[Babase] The infamous dcauses

Karl O. Pinc babase@www.eco.princeton.edu
Sun, 16 Oct 2005 05:09:35 +0000


Hi,

In the interest of actually finishing with something
I'm looking at wrapping up BIOGRAPH and the
issue of dcauses again came up.  I'm looking for a
decision here from Jeanne and Susan.

The docs say:

Those rows that record data on fetal losses must maintain the following  
relations between their data values: the Sname and Name values must be  
NULL; the Statdate must be the same as the birth date (Birth); the  
Status must be 1 (definitely dead); and the Dcause must be 7 (unknown)  
or 5 (loss of mother). Jeanne needs to confirm that this is still the  
case since her changes to DCAUSES.

I want to change this to:

Those rows that record data on fetal losses must maintain the following  
relations between their data values: the Sname and Name values must be  
NULL; the Statdate must be the same as the birth date (Birth); and the  
Status must not be 0 (alive).

So, there are no restriction on the dcauses for fetal losses.
This is consistent with what I recall was decided, but see
below for the issues.  (I think we have no written record
of our ultimate decision.)

For the record, here's the breakdown on dcauses for fetal losses.
(Note spiffy query that manipulates summarized data.)

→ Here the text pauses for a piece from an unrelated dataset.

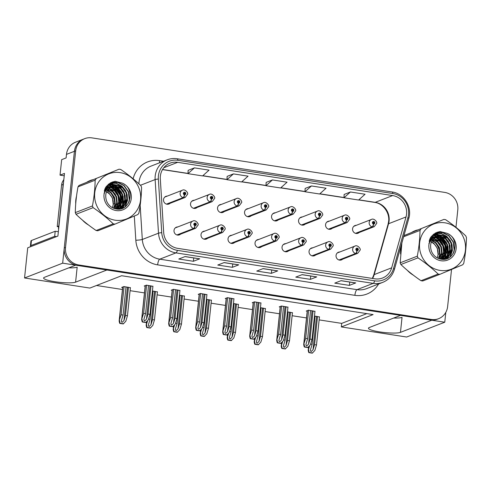 <?xml version="1.0" encoding="UTF-8"?>
<svg xmlns="http://www.w3.org/2000/svg" width="491" height="491" viewBox="0 0 491 491"><rect width="100%" height="100%" fill="white"/><g stroke="black" fill="none" stroke-linecap="round" stroke-linejoin="round"><path stroke-width="0.74" d="M258.794 239.455A4.124 3.891 68.8 0 0 255.032 242.947A4.124 3.891 68.8 0 0 261.593 246.66M285.799 243.628A4.124 3.891 68.8 0 0 282.037 247.12A4.124 3.891 68.8 0 0 288.598 250.833M231.783 235.281A4.124 3.891 68.8 0 0 228.02 238.773A4.124 3.891 68.8 0 0 234.588 242.486M204.778 231.108A4.124 3.891 68.8 0 0 201.015 234.6A4.124 3.891 68.8 0 0 207.576 238.313M177.773 226.934A4.124 3.891 68.8 0 0 174.01 230.426A4.124 3.891 68.8 0 0 180.571 234.139M312.81 247.802A4.124 3.891 68.8 0 0 309.048 251.294A4.124 3.891 68.8 0 0 315.609 255.007M329.332 221.134A4.124 3.891 68.8 0 0 325.57 224.626A4.124 3.891 68.8 0 0 332.131 228.346M302.327 216.961A4.124 3.891 68.8 0 0 298.565 220.453A4.124 3.891 68.8 0 0 305.126 224.172M275.316 212.787A4.124 3.891 68.8 0 0 271.554 216.279A4.124 3.891 68.8 0 0 278.121 219.999M248.311 208.614A4.124 3.891 68.8 0 0 244.549 212.106A4.124 3.891 68.8 0 0 251.11 215.825M221.306 204.44A4.124 3.891 68.8 0 0 217.544 207.932A4.124 3.891 68.8 0 0 224.105 211.652M194.295 200.267A4.124 3.891 68.8 0 0 190.533 203.759A4.124 3.891 68.8 0 0 197.094 207.472M167.29 196.093A4.124 3.891 68.8 0 0 163.528 199.585A4.124 3.891 68.8 0 0 170.089 203.299M339.815 251.975A4.124 3.891 68.8 0 0 336.053 255.467A4.124 3.891 68.8 0 0 342.614 259.18M356.343 225.308A4.124 3.891 68.8 0 0 352.581 228.8A4.124 3.891 68.8 0 0 359.142 232.519M64.229 175.79L60.037 175.146L61.663 159.655L66.107 157.924L66.481 154.383A15.466 14.595 68.8 0 1 75.51 142.23L83.445 139.143A15.466 14.595 68.8 0 0 74.423 151.296L62.664 263.164L75.682 265.177L44.393 277.329A16.498 2.608 -174 0 0 43.589 278.016A16.498 2.608 -174 0 0 57.287 282.049A16.498 2.608 -174 0 0 75.596 282.153L106.878 270.001L400.552 315.382L369.269 327.534A16.498 2.608 -174 0 0 368.459 328.221A16.498 2.608 -174 0 0 382.158 332.26A16.498 2.608 -174 0 0 400.466 332.358L431.749 320.206L444.766 322.219L445.803 312.374M68.789 267.853A16.498 2.608 -174 0 0 77.173 267.172L75.596 282.153M60.037 175.146L64.481 173.415L57.895 236.079L27.723 247.802L24.55 277.974L62.664 263.164M319.138 319.899L341.699 323.385L341.331 326.926L406.652 337.022L444.766 322.219M341.331 326.926L373.092 314.59L121.639 275.727L89.878 288.07L24.55 277.974M395.415 318.082L395.494 317.346M96.506 285.492L122.437 289.5M130.084 290.678L144.452 292.9M157.089 294.852L171.463 297.073M184.1 299.025L198.468 301.247M211.105 303.199L225.473 305.42M238.117 307.372L252.484 309.594M265.122 311.552L279.489 313.767M292.133 315.725L306.501 317.941M70.544 267.871L70.624 267.141M341.699 323.385L366.832 313.62M130.391 287.751L123.904 286.566L121.682 287.425L122.64 287.573M157.402 291.924L152.431 290.973M211.412 300.271L206.447 299.32M238.423 304.445L233.452 303.493M265.428 308.618L260.457 307.667M292.44 312.792L287.468 311.84M184.407 296.098L179.436 295.146M319.445 316.965L314.473 316.014M152.916 286.333L146.428 285.148L144.207 286.014L145.164 286.161M179.927 290.506L173.44 289.322L171.212 290.187L172.169 290.334M233.937 298.853L227.45 297.669L225.228 298.534L226.185 298.681M260.948 303.027L254.461 301.842L252.239 302.708L253.19 302.855M287.953 307.2L281.466 306.016L279.244 306.881L280.201 307.028M206.932 294.68L200.445 293.495L198.223 294.361L199.174 294.508M314.964 311.374L308.477 310.189L306.249 311.055L307.206 311.202M400.466 332.358L402.043 317.376A16.498 2.608 6 0 1 393.659 318.058M76.51 196.21A24.74 23.353 68.8 0 0 75.829 199.954A24.74 23.353 68.8 0 0 75.718 203.808M82.519 220.177A24.74 23.353 68.8 0 0 88.429 224.939M122.486 208.282A24.74 23.353 68.8 0 0 122.627 207.184A24.74 23.353 68.8 0 0 122.676 206.68M401.38 246.414A24.74 23.353 68.8 0 0 400.699 250.158A24.74 23.353 68.8 0 0 400.588 254.019M407.389 270.381A24.74 23.353 68.8 0 0 413.299 275.144M447.356 258.487A24.74 23.353 68.8 0 0 447.497 257.388A24.74 23.353 68.8 0 0 447.547 256.885M160.373 176.128A16.498 15.571 -111.2 0 1 169.996 163.159A16.498 15.571 -111.2 0 1 177.674 162.337L392.665 195.565A16.498 15.571 -111.2 0 1 406.026 216.948L391.665 267.816A16.498 15.571 -111.2 0 1 382.569 278.004A16.498 15.571 -111.2 0 1 374.897 278.827L177.65 248.342A16.498 15.571 -111.2 0 1 163.693 232.587L160.311 178.976A16.498 15.571 -111.2 0 1 160.373 176.128M158.421 175.827A18.56 17.516 68.8 0 0 158.354 179.031L161.735 232.642A18.56 17.516 68.8 0 0 177.435 250.367L374.682 280.852A18.56 17.516 68.8 0 0 393.549 268.467L407.911 217.599A18.56 17.516 68.8 0 0 392.874 193.54L177.889 160.311A18.56 17.516 68.8 0 0 158.421 175.827M455.961 227.308L457.796 209.853A15.466 14.595 68.8 0 0 444.766 192.411L91.915 137.879A15.466 14.595 68.8 0 0 84.716 138.652L83.445 139.143A15.466 14.595 68.8 0 0 74.423 151.296L64.26 247.98A15.466 14.595 68.8 0 0 77.29 265.428L430.141 319.954A15.466 14.595 68.8 0 0 437.34 319.187L438.61 318.69A15.466 14.595 68.8 0 0 447.632 306.537L451.53 269.455M350.439 191.981L343.982 197.775L358.608 200.033L365.065 194.24L350.439 191.981L344.148 194.454M311.441 185.954L304.979 191.748L319.604 194.006L326.067 188.213L311.441 185.954L305.15 188.427M194.442 167.873L187.979 173.667L202.605 175.925L209.062 170.131L194.442 167.873L188.151 170.346M233.44 173.9L226.977 179.694L241.603 181.952L248.065 176.159L233.44 173.9L227.149 176.373M272.437 179.927L265.981 185.721L280.606 187.979L287.063 182.186L272.437 179.927L266.147 182.4M122.695 206.472A24.74 23.353 68.8 0 0 122.75 205.471M122.768 204.416A24.74 23.353 68.8 0 0 122.701 202.715M122.59 201.531A24.74 23.353 68.8 0 0 117.202 188.452M116.52 187.617A24.74 23.353 68.8 0 0 115.182 186.169M114.888 185.88A24.74 23.353 68.8 0 0 114.329 185.359M114.225 185.26A24.74 23.353 68.8 0 0 110.837 182.689M92.517 179.767A24.74 23.353 68.8 0 0 90.27 180.504A24.74 23.353 68.8 0 0 87.11 182.032M447.565 256.676A24.74 23.353 68.8 0 0 447.62 255.676M447.639 254.62A24.74 23.353 68.8 0 0 447.571 252.92M447.461 251.736A24.74 23.353 68.8 0 0 442.072 238.657M441.391 237.822A24.74 23.353 68.8 0 0 440.053 236.374M439.764 236.091A24.74 23.353 68.8 0 0 439.2 235.563M439.095 235.465A24.74 23.353 68.8 0 0 435.707 232.894M417.393 229.972A24.74 23.353 68.8 0 0 415.14 230.709A24.74 23.353 68.8 0 0 411.98 232.237M84.716 138.652A15.466 14.595 68.8 0 0 75.694 150.805L65.53 247.489A15.466 14.595 68.8 0 0 78.56 264.931L431.411 319.463A15.466 14.595 68.8 0 0 438.61 318.69M355.742 282.92L349.389 285.388L334.764 283.129L341.116 280.662L355.742 282.92A4.124 1.197 -81.2 0 1 355.539 282.951L341.012 280.705L355.527 282.945A4.124 1.197 -81.2 0 0 355.539 282.951M238.743 264.839L232.39 267.307L217.765 265.048L224.117 262.581L238.743 264.839A4.124 1.197 -81.2 0 1 238.54 264.87A4.124 1.197 -81.2 0 0 238.54 264.87L224.013 262.624L238.54 264.87M199.745 258.812L193.393 261.28L178.767 259.021L185.119 256.554L199.745 258.812A4.124 1.197 -81.2 0 1 199.542 258.843A4.124 1.197 -81.2 0 0 199.542 258.843L185.015 256.597L199.542 258.843M316.744 276.893L310.392 279.361L295.766 277.102L302.118 274.635L316.744 276.893A4.124 1.197 -81.2 0 1 316.542 276.924A4.124 1.197 -81.2 0 0 316.542 276.924L302.014 274.678L316.542 276.924M277.746 270.866L271.394 273.334L256.768 271.075L263.121 268.608L277.746 270.866A4.124 1.197 -81.2 0 1 277.538 270.897L263.01 268.651L277.532 270.891A4.124 1.197 -81.2 0 0 277.538 270.897M271.394 273.334L271.744 270.001M310.392 279.361L310.742 276.028M193.393 261.28L193.742 257.947M232.39 267.307L232.74 263.974M349.389 285.388L349.745 282.055M265.981 185.721L266.153 182.37M226.977 179.694L227.149 176.343M187.979 173.667L188.151 170.316M304.979 191.748L305.15 188.397M343.982 197.775L344.148 194.424M416.362 230.402A24.74 23.353 68.8 0 0 414.508 230.966M91.492 180.197A24.74 23.353 68.8 0 0 89.638 180.762M313.031 310.895L310.067 339.078L308.544 344.179L306.734 345.952C306.04 345.713 305.825 345.001 306.108 343.804L307.63 338.704L305.678 338.403L303.733 344.259L307.262 310.662M339.25 260.064L356.067 253.534A2.578 0.767 -83.8 0 0 357.018 250.68A1.289 1.215 68.8 0 0 358.313 249.6A1.289 1.215 68.8 0 0 357.233 248.145A1.289 1.215 68.8 0 0 355.877 249.219A1.289 1.215 68.8 0 0 356.914 250.668L357.025 249.913A0.516 0.485 -111.2 0 1 356.908 248.931A0.516 0.485 -111.2 0 1 357.583 249.483A0.516 0.485 -111.2 0 1 357.067 249.919L357.018 250.68M356.613 249.33A0.516 0.485 -111.2 0 1 356.791 249.796M356.914 250.668A2.578 0.73 101.4 0 1 355.748 253.485A3.867 3.652 -111.2 0 1 354.901 246.114C357.325 244.475 361.112 248.808 360.087 250.177L357.706 253.319A3.867 3.652 -111.2 0 1 356.067 253.534M338.986 259.997L355.748 253.485M314.983 311.196L312.018 339.379L310.373 344.872L307.82 347.53A2.578 0.405 -174 0 1 306.722 347.401L305.255 347.174A2.578 0.405 -174 0 1 304.297 346.984C303.726 345.179 303.585 344.173 303.88 343.958L307.384 310.613M308.643 310.214L305.678 338.403M310.594 310.515L307.63 338.704M305.985 344.387L306.108 343.804M310.067 339.078L312.018 339.379M304.039 343.896L304.623 346.861L308.145 347.407M304.623 346.861L304.297 346.984M317.517 316.486L314.553 344.67L313.025 349.77L311.22 351.544C310.521 351.304 310.312 350.586 310.588 349.396L312.116 344.295L310.619 344.062M355.779 233.403L372.589 226.873A2.578 0.767 -83.8 0 0 373.541 224.019A1.289 1.215 68.8 0 0 374.842 222.932A1.289 1.215 68.8 0 0 373.755 221.478A1.289 1.215 68.8 0 0 372.405 222.558A1.289 1.215 68.8 0 0 373.436 224L373.547 223.245A0.516 0.485 -111.2 0 1 373.436 222.263A0.516 0.485 -111.2 0 1 374.111 222.822A0.516 0.485 -111.2 0 1 373.59 223.252L373.541 224.019M373.135 222.669A0.516 0.485 -111.2 0 1 373.32 223.129A0.516 0.485 -111.2 0 1 373.313 223.129M373.436 224A2.578 0.73 101.4 0 1 372.27 226.824A3.867 3.652 -111.2 0 1 371.429 219.446C373.847 217.814 377.64 222.147 376.609 223.509L374.228 226.658A3.867 3.652 -111.2 0 1 372.589 226.873M355.515 233.329L372.27 226.824M319.463 316.787L316.505 344.97L314.86 350.464L312.307 353.121A2.578 0.405 -174 0 1 311.202 352.992L309.741 352.765A2.578 0.405 -174 0 1 308.784 352.575C308.213 350.77 308.072 349.764 308.36 349.549L308.52 346.984M309.655 345.689L308.52 349.488L308.649 346.836M315.075 316.106L312.116 344.295M310.472 349.979L310.588 349.396M314.553 344.67L316.505 344.97M308.52 349.488L309.103 352.452L312.626 352.998M309.103 352.452L308.784 352.575M286.026 306.722L283.062 334.905L281.533 340.005L279.729 341.779C279.029 341.54 278.82 340.822 279.097 339.631L280.625 334.531L278.673 334.23L276.728 340.085L280.257 306.488M312.245 255.891L329.056 249.36A2.578 0.767 -83.8 0 0 330.007 246.507A1.289 1.215 68.8 0 0 331.308 245.426A1.289 1.215 68.8 0 0 330.222 243.972A1.289 1.215 68.8 0 0 328.872 245.046A1.289 1.215 68.8 0 0 329.903 246.488L330.013 245.739A0.516 0.485 -111.2 0 1 329.903 244.757A0.516 0.485 -111.2 0 1 330.578 245.31A0.516 0.485 -111.2 0 1 330.056 245.745L330.007 246.507M329.602 245.156A0.516 0.485 -111.2 0 1 329.786 245.617A0.516 0.485 -111.2 0 1 329.78 245.623M329.903 246.488A2.578 0.73 101.4 0 1 328.737 249.311A3.867 3.652 -111.2 0 1 327.896 241.94C330.314 240.302 334.107 244.635 333.076 246.003L330.695 249.146A3.867 3.652 -111.2 0 1 329.056 249.36M311.981 255.823L328.737 249.311M287.971 307.022L285.013 335.206L283.368 340.699L280.815 343.356A2.578 0.405 -174 0 1 279.71 343.227L278.25 343A2.578 0.405 -174 0 1 277.292 342.81C276.721 341.006 276.58 339.999 276.869 339.784L280.373 306.439M281.638 306.04L278.673 334.23M283.583 306.341L280.625 334.531M278.98 340.214L279.097 339.631M283.062 334.905L285.013 335.206M277.028 339.723L277.618 342.687L281.14 343.234M277.618 342.687L277.292 342.81M259.015 302.548L256.05 330.731L254.528 335.832L252.724 337.605C252.024 337.366 251.815 336.648 252.092 335.457L253.614 330.357L251.668 330.056L249.716 335.912L253.252 302.315M285.24 251.717L302.051 245.187A2.578 0.767 -83.8 0 0 303.002 242.333A1.289 1.215 68.8 0 0 304.303 241.247A1.289 1.215 68.8 0 0 303.217 239.798A1.289 1.215 68.8 0 0 301.861 240.872A1.289 1.215 68.8 0 0 302.898 242.315L303.008 241.566A0.516 0.485 -111.2 0 1 302.898 240.584A0.516 0.485 -111.2 0 1 303.567 241.136A0.516 0.485 -111.2 0 1 303.051 241.572L303.002 242.333M302.597 240.983A0.516 0.485 -111.2 0 1 302.775 241.449M302.898 242.315A2.578 0.73 101.4 0 1 301.732 245.138A3.867 3.652 -111.2 0 1 300.891 237.767C303.309 236.128 307.096 240.461 306.071 241.83L303.69 244.972A3.867 3.652 -111.2 0 1 302.051 245.187M284.976 251.65L301.732 245.138M260.966 302.849L258.002 331.032L256.357 336.525L253.81 339.183A2.578 0.405 -174 0 1 252.705 339.054L251.239 338.827A2.578 0.405 -174 0 1 250.287 338.637C249.71 336.832 249.569 335.826 249.864 335.611L253.368 302.266M254.626 301.867L251.668 330.056M256.578 302.168L253.614 330.357M251.969 336.04L252.092 335.457M256.05 330.731L258.002 331.032M250.023 335.549L250.606 338.514L254.129 339.06M250.606 338.514L250.287 338.637M232.01 298.375L229.045 326.558L227.517 331.658L225.713 333.432C225.019 333.193 224.804 332.475 225.081 331.284L226.609 326.184L224.657 325.883L222.711 331.738L226.241 298.141M258.229 247.544L275.04 241.013A2.578 0.767 -83.8 0 0 275.997 238.16A1.289 1.215 68.8 0 0 277.292 237.073A1.289 1.215 68.8 0 0 276.206 235.625A1.289 1.215 68.8 0 0 274.856 236.699A1.289 1.215 68.8 0 0 275.887 238.141L276.003 237.392A0.516 0.485 -111.2 0 1 275.887 236.404A0.516 0.485 -111.2 0 1 276.562 236.963A0.516 0.485 -111.2 0 1 276.04 237.399L275.997 238.16M275.586 236.809A0.516 0.485 -111.2 0 1 275.77 237.276M275.887 238.141A2.578 0.73 101.4 0 1 274.721 240.964A3.867 3.652 -111.2 0 1 273.88 233.593C276.298 231.955 280.091 236.288 279.06 237.656L276.679 240.799A3.867 3.652 -111.2 0 1 275.04 241.013M257.965 247.476L274.721 240.964M233.955 298.675L230.997 326.859L229.352 332.352L226.799 335.009A2.578 0.405 -174 0 1 225.694 334.88L224.234 334.653A2.578 0.405 -174 0 1 223.276 334.463C222.705 332.659 222.564 331.652 222.859 331.437L226.363 298.092M227.621 297.693L224.657 325.883M229.573 297.994L226.609 326.184M224.964 331.867L225.081 331.284M229.045 326.558L230.997 326.859M223.012 331.376L223.601 334.34L227.124 334.887M223.601 334.34L223.276 334.463M290.506 312.313L287.542 340.496L286.02 345.596L284.215 347.37C283.516 347.131 283.307 346.413 283.583 345.222L285.105 340.122L283.608 339.889M328.774 229.229L345.584 222.699A2.578 0.767 -83.8 0 0 346.536 219.845A1.289 1.215 68.8 0 0 347.837 218.759A1.289 1.215 68.8 0 0 346.75 217.304A1.289 1.215 68.8 0 0 345.394 218.385A1.289 1.215 68.8 0 0 346.431 219.827L346.542 219.072A0.516 0.485 -111.2 0 1 346.431 218.09A0.516 0.485 -111.2 0 1 347.1 218.648A0.516 0.485 -111.2 0 1 346.585 219.078L346.536 219.845M346.13 218.495A0.516 0.485 -111.2 0 1 346.308 218.955L346.308 218.955M346.431 219.827A2.578 0.73 101.4 0 1 345.265 222.65A3.867 3.652 -111.2 0 1 344.424 215.273C346.842 213.64 350.629 217.973 349.604 219.336L347.223 222.484A3.867 3.652 -111.2 0 1 345.584 222.699M328.51 229.156L345.265 222.65M292.458 312.614L289.494 340.797L287.849 346.29L285.302 348.948A2.578 0.405 -174 0 1 284.197 348.819L282.73 348.592A2.578 0.405 -174 0 1 281.779 348.401C281.202 346.597 281.061 345.59 281.355 345.376L281.509 342.81M282.65 341.515L281.515 345.314L281.638 342.663M288.07 311.932L285.105 340.122M283.46 345.805L283.583 345.222M287.542 340.496L289.494 340.797M281.515 345.314L282.098 348.279L285.621 348.825M282.098 348.279L281.779 348.401M263.501 308.139L260.537 336.323L259.009 341.423L257.204 343.197C256.505 342.957 256.296 342.239 256.572 341.049L258.1 335.948L256.603 335.715M301.762 225.056L318.573 218.526A2.578 0.767 -83.8 0 0 319.531 215.672A1.289 1.215 68.8 0 0 320.826 214.585A1.289 1.215 68.8 0 0 319.739 213.131A1.289 1.215 68.8 0 0 318.389 214.211A1.289 1.215 68.8 0 0 319.42 215.653L319.537 214.898A0.516 0.485 -111.2 0 1 319.42 213.916A0.516 0.485 -111.2 0 1 320.095 214.475A0.516 0.485 -111.2 0 1 319.573 214.905L319.531 215.672M319.119 214.321A0.516 0.485 -111.2 0 1 319.303 214.782L319.303 214.782M319.42 215.653A2.578 0.73 101.4 0 1 318.254 218.47A3.867 3.652 -111.2 0 1 317.413 211.099C319.831 209.467 323.624 213.8 322.593 215.162L320.212 218.311A3.867 3.652 -111.2 0 1 318.573 218.526M301.499 224.982L318.254 218.47M265.447 308.44L262.489 336.623L260.844 342.117L258.291 344.774A2.578 0.405 -174 0 1 257.186 344.645L255.725 344.418A2.578 0.405 -174 0 1 254.768 344.228C254.197 342.423 254.056 341.417 254.344 341.202L254.504 338.637M255.639 337.342L254.504 341.141L254.633 338.489M261.065 307.759L258.1 335.948M256.455 341.632L256.572 341.049M260.537 336.323L262.489 336.623M254.504 341.141L255.093 344.105L258.616 344.645M255.093 344.105L254.768 344.228M236.49 303.966L233.532 332.149L232.004 337.249L230.199 339.023C229.5 338.784 229.291 338.066 229.567 336.875L231.089 331.775L229.598 331.542M274.757 220.882L291.568 214.346A2.578 0.767 -83.8 0 0 292.519 211.498A1.289 1.215 68.8 0 0 293.821 210.412A1.289 1.215 68.8 0 0 292.734 208.957A1.289 1.215 68.8 0 0 291.384 210.038A1.289 1.215 68.8 0 0 292.415 211.48L292.526 210.725A0.516 0.485 -111.2 0 1 292.415 209.743A0.516 0.485 -111.2 0 1 293.09 210.295A0.516 0.485 -111.2 0 1 292.568 210.731L292.519 211.498M292.114 210.148A0.516 0.485 -111.2 0 1 292.292 210.608L292.292 210.608M292.415 211.48A2.578 0.73 101.4 0 1 291.249 214.297A3.867 3.652 -111.2 0 1 290.408 206.926C292.826 205.293 296.613 209.626 295.588 210.989L293.207 214.137A3.867 3.652 -111.2 0 1 291.568 214.346M274.494 220.809L291.249 214.297M238.442 304.267L235.477 332.45L233.833 337.943L231.286 340.601A2.578 0.405 -174 0 1 230.181 340.472L228.714 340.245A2.578 0.405 -174 0 1 227.763 340.054C227.186 338.25 227.051 337.243 227.339 337.029L227.493 334.463M228.634 333.168L227.499 336.967L227.621 334.316M234.054 303.585L231.089 331.775M229.444 337.458L229.567 336.875M233.532 332.149L235.477 332.45M227.499 336.967L228.082 339.932L231.605 340.472M228.082 339.932L227.763 340.054M209.485 299.792L206.521 327.976L204.999 333.076L203.188 334.85C202.495 334.61 202.28 333.892 202.556 332.702L204.084 327.601L202.587 327.368M247.746 216.703L264.557 210.173A2.578 0.767 -83.8 0 0 265.514 207.325A1.289 1.215 68.8 0 0 266.809 206.238A1.289 1.215 68.8 0 0 265.723 204.784A1.289 1.215 68.8 0 0 264.373 205.858A1.289 1.215 68.8 0 0 265.404 207.306L265.521 206.551A0.516 0.485 -111.2 0 1 265.404 205.569A0.516 0.485 -111.2 0 1 266.079 206.122A0.516 0.485 -111.2 0 1 265.563 206.558L265.514 207.325M265.103 205.968A0.516 0.485 -111.2 0 1 265.287 206.435L265.287 206.435M265.404 207.306A2.578 0.73 101.4 0 1 264.238 210.123A3.867 3.652 -111.2 0 1 263.397 202.752C265.815 201.114 269.608 205.447 268.583 206.815L266.202 209.964A3.867 3.652 -111.2 0 1 264.557 210.173M247.482 216.635L264.238 210.123M211.437 300.093L208.472 328.276L206.828 333.77L204.274 336.427A2.578 0.405 -174 0 1 203.17 336.298L201.709 336.071A2.578 0.405 -174 0 1 200.751 335.881C200.181 334.076 200.04 333.07 200.334 332.855L200.488 330.29M201.629 328.995L200.488 332.794L200.616 330.142M207.049 299.412L204.084 327.601M202.439 333.285L202.556 332.702M206.521 327.976L208.472 328.276M200.488 332.794L201.077 335.758L204.6 336.298M201.077 335.758L200.751 335.881M56.575 236.594A10.311 1.633 6 0 1 54.673 236.331L55.207 231.267L31.449 240.498A10.311 1.633 -174 0 0 30.945 240.928L30.411 245.991A10.311 1.633 -174 0 0 30.902 246.568M55.207 231.267A10.311 1.633 -174 0 0 58.355 231.672M54.673 236.331L30.915 245.561A10.311 1.633 -174 0 0 30.411 245.991M58.957 225.995A10.311 9.728 68.8 0 0 58.81 225.983L63.167 184.481A10.311 9.728 -111.2 0 1 63.499 182.756M63.818 179.724A10.311 9.728 68.8 0 0 61.584 185.095L57.22 226.603L58.81 225.983M58.865 226.86A10.311 9.728 68.8 0 0 57.22 226.603M114.925 204.888A17.836 16.835 -111.2 0 1 114.826 206.668A17.836 16.835 -111.2 0 1 114.587 208.264M105.16 188.329A17.836 16.835 -111.2 0 1 105.491 188.513M105.54 188.538L106.332 188.366M105.964 188.783A17.836 16.835 -111.2 0 1 106.301 188.992M107.529 189.839A17.836 16.835 -111.2 0 1 108.873 190.956M110.266 192.38A17.836 16.835 -111.2 0 1 114.796 202.562M110.585 182.824A24.482 23.108 -111.2 0 1 113.93 185.328M114.016 185.402A24.482 23.108 -111.2 0 1 114.513 185.862M114.777 186.114A24.482 23.108 -111.2 0 1 115.999 187.39M116.612 188.114A24.482 23.108 -111.2 0 1 122.419 202.218M122.492 203.274A24.482 23.108 -111.2 0 1 122.511 205.238M122.486 205.895A24.482 23.108 -111.2 0 1 122.431 206.68M122.412 206.871A24.482 23.108 -111.2 0 1 122.382 207.147A24.482 23.108 -111.2 0 1 122.222 208.387M58.613 226.799L58.484 228.008A2.578 2.43 68.8 0 0 58.619 229.174M439.801 255.093A17.836 16.835 -111.2 0 1 439.697 256.873A17.836 16.835 -111.2 0 1 439.457 258.469M430.03 238.54A17.836 16.835 -111.2 0 1 430.362 238.718M430.834 238.988A17.836 16.835 -111.2 0 1 431.172 239.197M432.399 240.044A17.836 16.835 -111.2 0 1 433.743 241.161M435.136 242.585A17.836 16.835 -111.2 0 1 439.672 252.767M435.456 233.029A24.482 23.108 -111.2 0 1 438.801 235.533L433.179 234.563M438.886 235.612A24.482 23.108 -111.2 0 1 439.384 236.067M439.648 236.318A24.482 23.108 -111.2 0 1 440.869 237.601M441.489 238.319A24.482 23.108 -111.2 0 1 447.289 252.423M447.362 253.479A24.482 23.108 -111.2 0 1 447.381 255.443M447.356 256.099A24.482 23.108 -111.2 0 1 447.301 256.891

babase=# select count(*), dcauses.dcause, descr from biograph, dcauses  
where sname is NULL and biograph.dcause = dcauses.dcause group by  
dcauses.dcause, dcauses.descr order by count(*) desc, dcauses.dcause;

  count | dcause |             descr
-------+--------+-------------------------------
    137 |      8 | Under review
     26 |      7 | Unknown
      1 |      4 | Pathology/congenital problems
      1 |      5 | Loss of mother
(4 rows)

See Daphne's mail to the list on:
Date: Fri, 07 May 2004 11:23:58 -0400
4) The situation that needs clarifying is when the fetus dies because
the mother dies.  At the beginning of the new dcause definition list, it
says the following:

------------------
If a mother and infant disappear at the same time and a cause is
attributed to the mother's death, the same cause is attributed to the
infant's death unless contraindicated by available evidence.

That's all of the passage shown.